Rozdział 20

174 14 74
                                    

Wiecie jak wygląda zimna furia?

Jeżeli nie, powinniście zapytać Martwego Wampira, który miał przyjemność oglądać ją w najlepszym wydaniu.

- JAK ŚMIAŁEŚ ZŁAMAĆ MOJĄ RÓŻDŻKĘ, TY NIEDORUCHANA PIJAWO.

Mężczyzna cofnął się o krok i chyba skumał, że jest skończony ale nie jestem pewien, bo byłem zbyt wściekły żeby mu się dokładnie przyjrzeć. Czułem jak przez moje ciało przepływa magia gotowa zmiażdżyć tego trupa na sypki proszek. Dusiłem się z wściekłości, nie wiedząc w jaki sposób byłoby mi najmilej go zabić.

Jednak nie zdążyłem wybrać czegokolwiek, ponieważ musiałem wypuścić moją moc, nie wiem czy moje ciało zniosłoby jej wagę. Wtedy pomyślałem, że mógłbym go wykończyć w bardzo perfidny sposób, jednocześnie ćwicząc moje zdolności. W końcu byłem na skraju śmierci, nie miałem nic do stracenia.

Poczułem dreszcz podniecenia na samą myśl. Spojrzałem głęboko w czerwone oczy wampira myśląc o tym, że chcę żeby złamał sobie rękę. Że on sam tego chce. To jego myśl. Chcesz złamać swoją rękę, wiesz, że musisz. To i tak się stanie, im szybciej to zrobisz, tym lepiej.

Wampir zmarszczył brwi, patrząc na swoją wciąż całą kończynę. Przez chwilę poczułem dziką radość ale szybko się opanowałem, pracując nad magią.

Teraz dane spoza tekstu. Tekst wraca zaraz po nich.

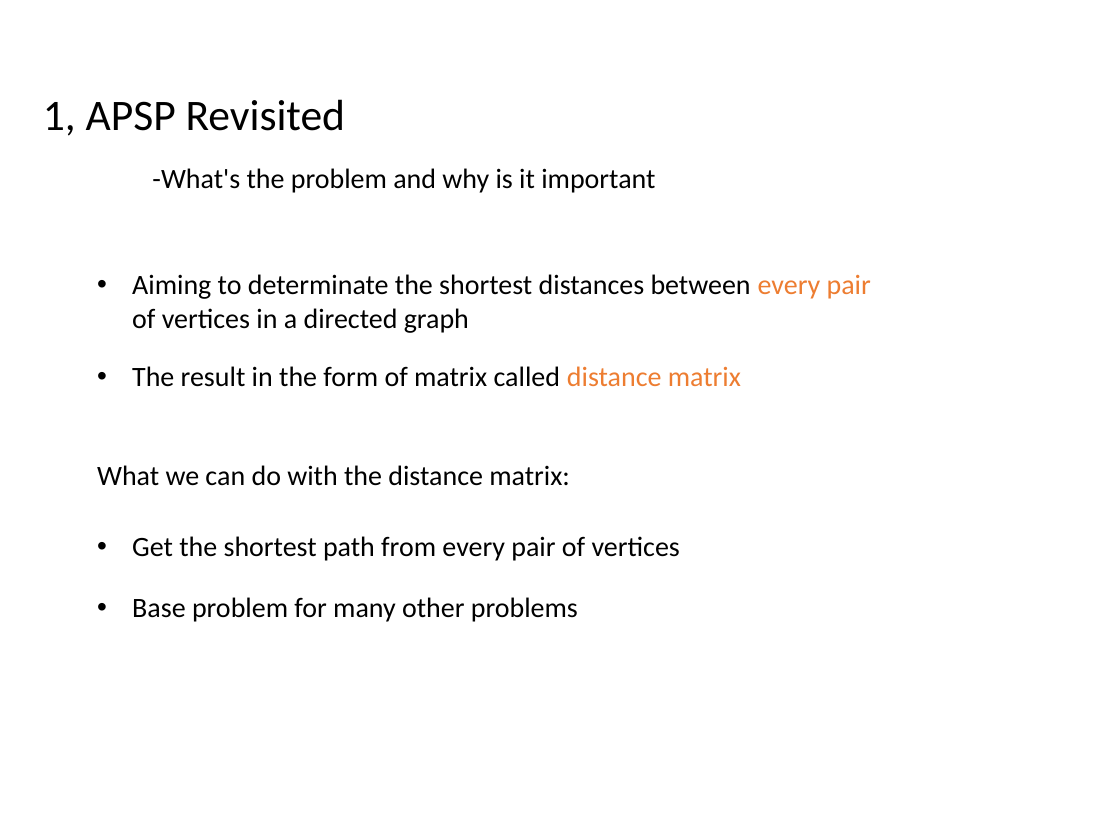
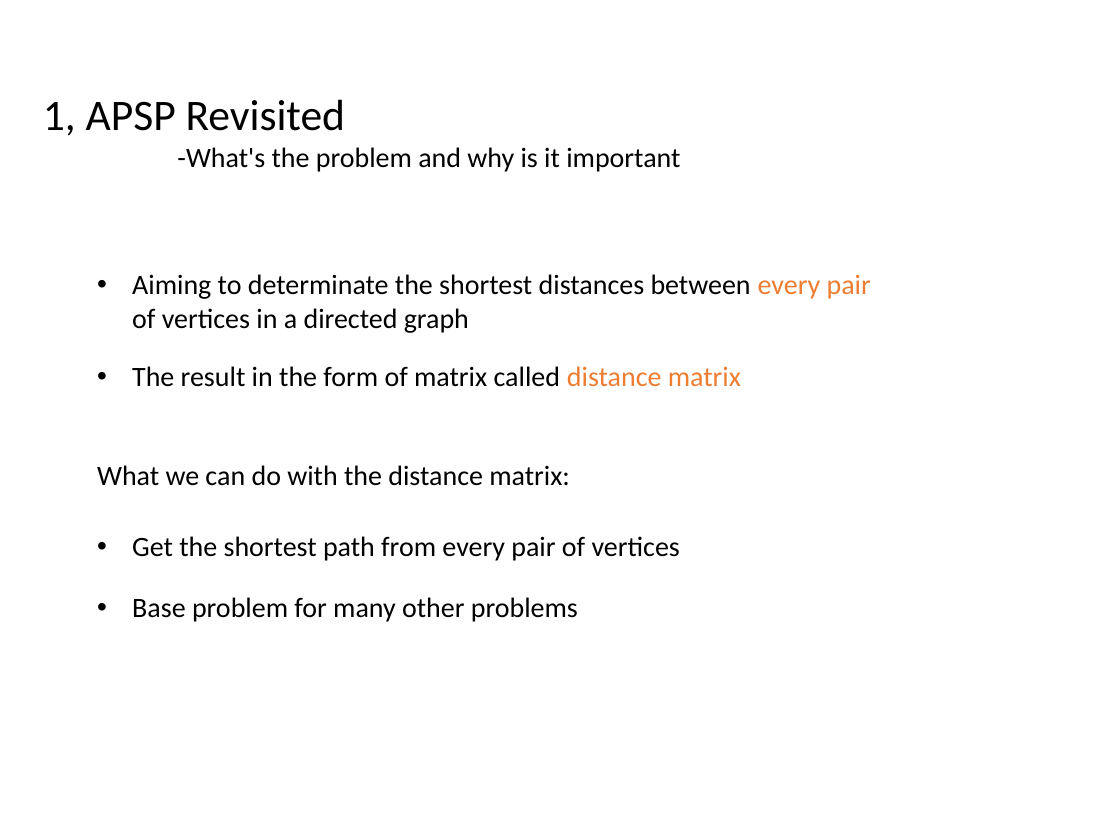
Before and after one commit to deyiaodiao/APSP_CUDA, a slide deck: slide 2 of report/CS677 Final Project.pptx. Drawn at 1120x840 pixels with LibreOffice and Linux fonts; fonts in the diff are those of the drawing. Boxes give left, top, right and bottom in pixels: in the first picture for what was removed or moved away, otherwise in the second. Text is boxed around its words. In the diff, an @@ line names an element or a change of style, - is before the commit and + after.

```diff
--- a/report/CS677 Final Project.pptx
+++ b/report/CS677 Final Project.pptx
@@ text "-What's the problem and why ...": place and size @@
-text "-What's the problem and why ..." at bbox=[152, 168, 655, 193]
+text "-What's the problem and why ..." at bbox=[177, 147, 680, 172]
```
Also in this commit, not shown: 12 other slides changed, 1 slide added, 3 other files.

Złam ją, ucieszysz się słysząc odgłos łamanej kości. Potrzebujesz tego, wiesz o tym.

- Co? - zapytał niewyraźnie mężczyzna, przyglądając się swojej kończynie.

Nie, muszę zmienić taktykę. Nie da rady złamać całej ręki, bo musiałby zastanowić się nad tym jak ją chwycić. Nie mogę podzielić jego uwagi.

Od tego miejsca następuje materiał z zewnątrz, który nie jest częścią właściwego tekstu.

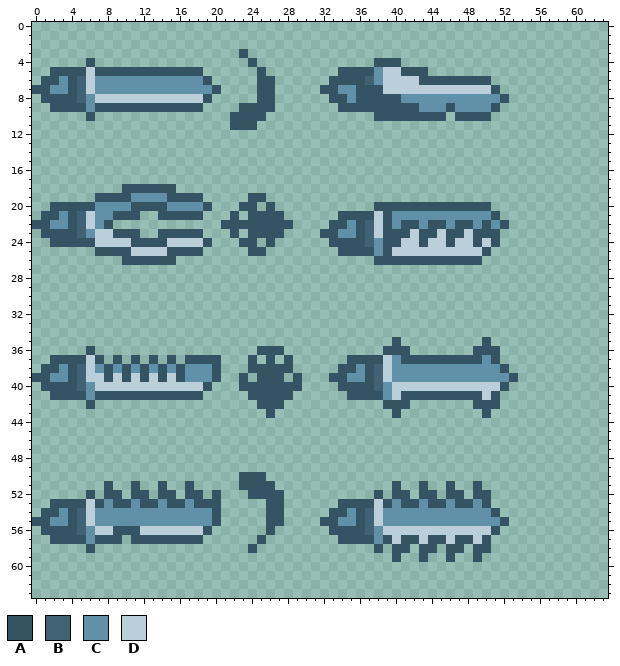
Pixel-art file, stored at Game_Project/ProtoType_v1/assets/animation/sword.ase. This is how it looked before the edit.
64x64 pixels, 1 frame.
Palette (. is transparent): A #345463  B #416275  C #6191a8  D #bbcfda
Pixels before (only the part around the change), first column x 0:
24 ..AAAAADDDDAAAADDDDA...AA.A......AAAABCAADDADDADDADA....
25 .......AAAADDDDAAAA.....AA........AAAACADDDDDDDDDDA.....
26 ..........AAAAAA......................AAAAAAAAAAAA......
27 ........................................................
28 ........................................................
29 ........................................................
30 ........................................................
31 ........................................................
32 ........................................................
33 ........................................................
34 ........................................................
35 ........................................A.........A.....
36 ......A..................AAA...........AAA.......AAA....
37 ..AAAADA.A.A.A.A.AAAA...A.A.A......AAAADCAAAAAAAAACA....
38 .AACABDCACACACACACCCA...AAAAA.....AACABDCCCCCCCCCCCCA...
39 AACCABDDADADADADACCCA..A.AAA.A...AACCABDCCCCCCCCCCCCCA..
40 .AAAABCDDDDDDDDDDDDA...AAAAAAA....AAAABCDDDDDDDDDDDDA...
41 ..AAAACAAAAAAAAAAAA.....AAAAA......AAAACDAAAAAAAAADA....
42 ......A..................AAA...........AAA.......AAA....
43 ..........................A.............A.........A.....
44 ........................................................
45 ........................................................
46 ........................................................
47 ........................................................
48 ........................................................
49 ........................................................
50 .......................AAA..............................
51 ........A..A..A..A.....AAAA.............A..A..A..A......
52 ......A.AA.AA.AA.AA.A...AAAA..........A.AA.AA.AA.AA.....
53 ..AAAADACAACAACAACAAA.....AA......AAAADACAACAACAACA.....
54 .AACABDCCCCCCCCCCCCCA.....AA.....AACABDCCCCCCCCCCCCA....
55 AACCABDCCCCCCCCCCCCCA.....AA....AACCABDCCCCCCCCCCCCCA...
56 .AAAABCDDAAADDDDDDDA......A......AAAABCDDDDDDDDDDDDA....
57 ..AAAACAAA.AAAAAAAA......A........AAAACADAADAADAADA.....
58 ......A.................A.............A.AA.AA.AA.AA.....
59 ........................................A..A..A..A......
60 ........................................................
61 ........................................................
62 ........................................................
63 ........................................................
The result:
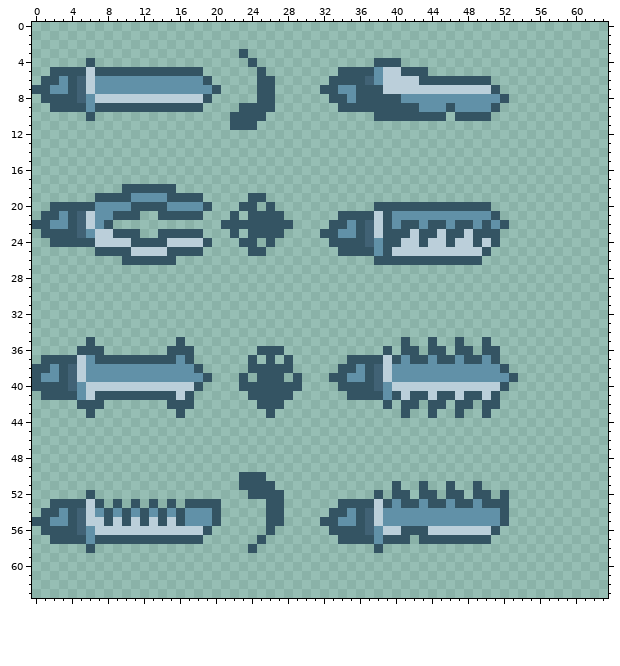
Edits made:
The author put colour A in row 35 at x 6, 16, 41, 44 and 47; in row 36 at x 5, 7, 15 to 17, 42, 44 to 45 and 47 to 48; in row 37 at x 1, 8, 10, 12 and 14; in row 38 at x 0; in row 40 at x 0; in row 41 at x 1.
The author put colour A in row 42 at x 5, 7, 15 to 17, 42, 44 to 45 and 47 to 48; in row 43 at x 6, 16, 41, 44 and 47; in row 52 at x 52; in row 53 at x 51 to 52; in row 54 at x 52; in row 57 at x 10.
Colour C becomes colour A in row 37 at x 40; in row 38 at x 3 and 18; in row 39 at x 3 and 19; in row 53 at x 11 and 17; in rows 54 to 55 at x 8, 10, 12, 14 and 16.
Colour D becomes colour A in row 40 at x 18; in row 41 at x 40; in row 56 at x 41 to 43; in row 57 at x 40, 43, 46 and 49.
Colour A becomes colour B in rows 38 to 40 at x 4.
The author put colour C in row 37 at x 16.
Colour A becomes colour C in row 37 at x 41, 44 and 47; in row 38 at x 2, 8, 10, 12, 14 and 16; in row 39 at x 1, 8, 10, 12, 14 and 16; in row 41 at x 5; in row 54 at x 51.
Colour B becomes colour C in row 40 at x 5.
Colour D becomes colour C in rows 37 to 38 at x 6; in row 39 at x 6 to 7, 9, 11, 13 and 15.
Colour A becomes colour D in row 37 at x 5; in row 41 at x 16, 41, 44 and 47; in row 56 at x 9 to 11.
Colour B becomes colour D in rows 38 to 39 at x 5.
Colour C becomes colour D in rows 40 to 41 at x 6; in row 55 at x 7, 9, 11, 13 and 15.
The author cleared colour A in row 35 at x 40; in row 36 at x 40 and 49; in row 37 at x 18 to 20; in rows 38 to 39 at x 20; in row 40 at x 19; in row 41 at x 18.
The author cleared colour A in row 42 at x 40 and 49; in row 43 at x 40; in row 51 at x 8, 11, 14 and 17; in row 52 at x 8 to 9, 11 to 12, 14 to 15, 17 to 18 and 20; in row 53 at x 10, 12 and 16; in row 57 at x 42.
The author cleared colour A in row 58 at x 40 to 41, 43 to 44, 46 to 47 and 49 to 50; in row 59 at x 40, 43, 46 and 49.
The author cleared colour C in row 38 at x 19; in row 53 at x 8 and 14.

Palce. Palce będą lepsze. Spójrz jakie kruche, jakie długie. Czy nie byłoby miło ich zgruchotać? Czy jest coś w tym momencie ważniejszego od tego, żeby je połamać?

Chwyciłem magię mocniej, przekładając swoje emocje do mężczyzny. Dzięki oklumencji wyciągnąłem ciekawość i determinację.

Wystarczy go chwycić drugą dłonią i mocno pociągnąć. Spróbuj, no dalej. Chociaż jeden, zobaczysz jakie to dobre.

Czułem, że to co robię jest bardzo dziwne i bardzo złe. Byłem o krok od wybuchnięcia histerycznym śmiechem, ale to co zauważyłem, skutecznie mnie przed tym powstrzymało. Ta manipulacja działa. To naprawdę nie jest bez sensu!

Mężczyzna otworzył usta, dotykając opuszkiem palca kości kciuka. Po chwili przejechał nim po kolejnych, wyglądając na zahipnotyzowanego. Doskonale, właśnie o to mi chodzi. Poczułem jak na twarzy rozciąga mi się szeroki uśmiech.

Chwyć go stabilnie. Jeżeli nie zrobisz tego dość mocno to nic nie poczujesz. Wystarczy pociągnąć, no dalej. To jest coś czego pragniesz, wiesz jakie to łatwe.

Pociągnął.

Wampir złamał swój palec tylko dlatego, że tak intensywnie o tym myślałem, tylko dlatego, że tego chciałem.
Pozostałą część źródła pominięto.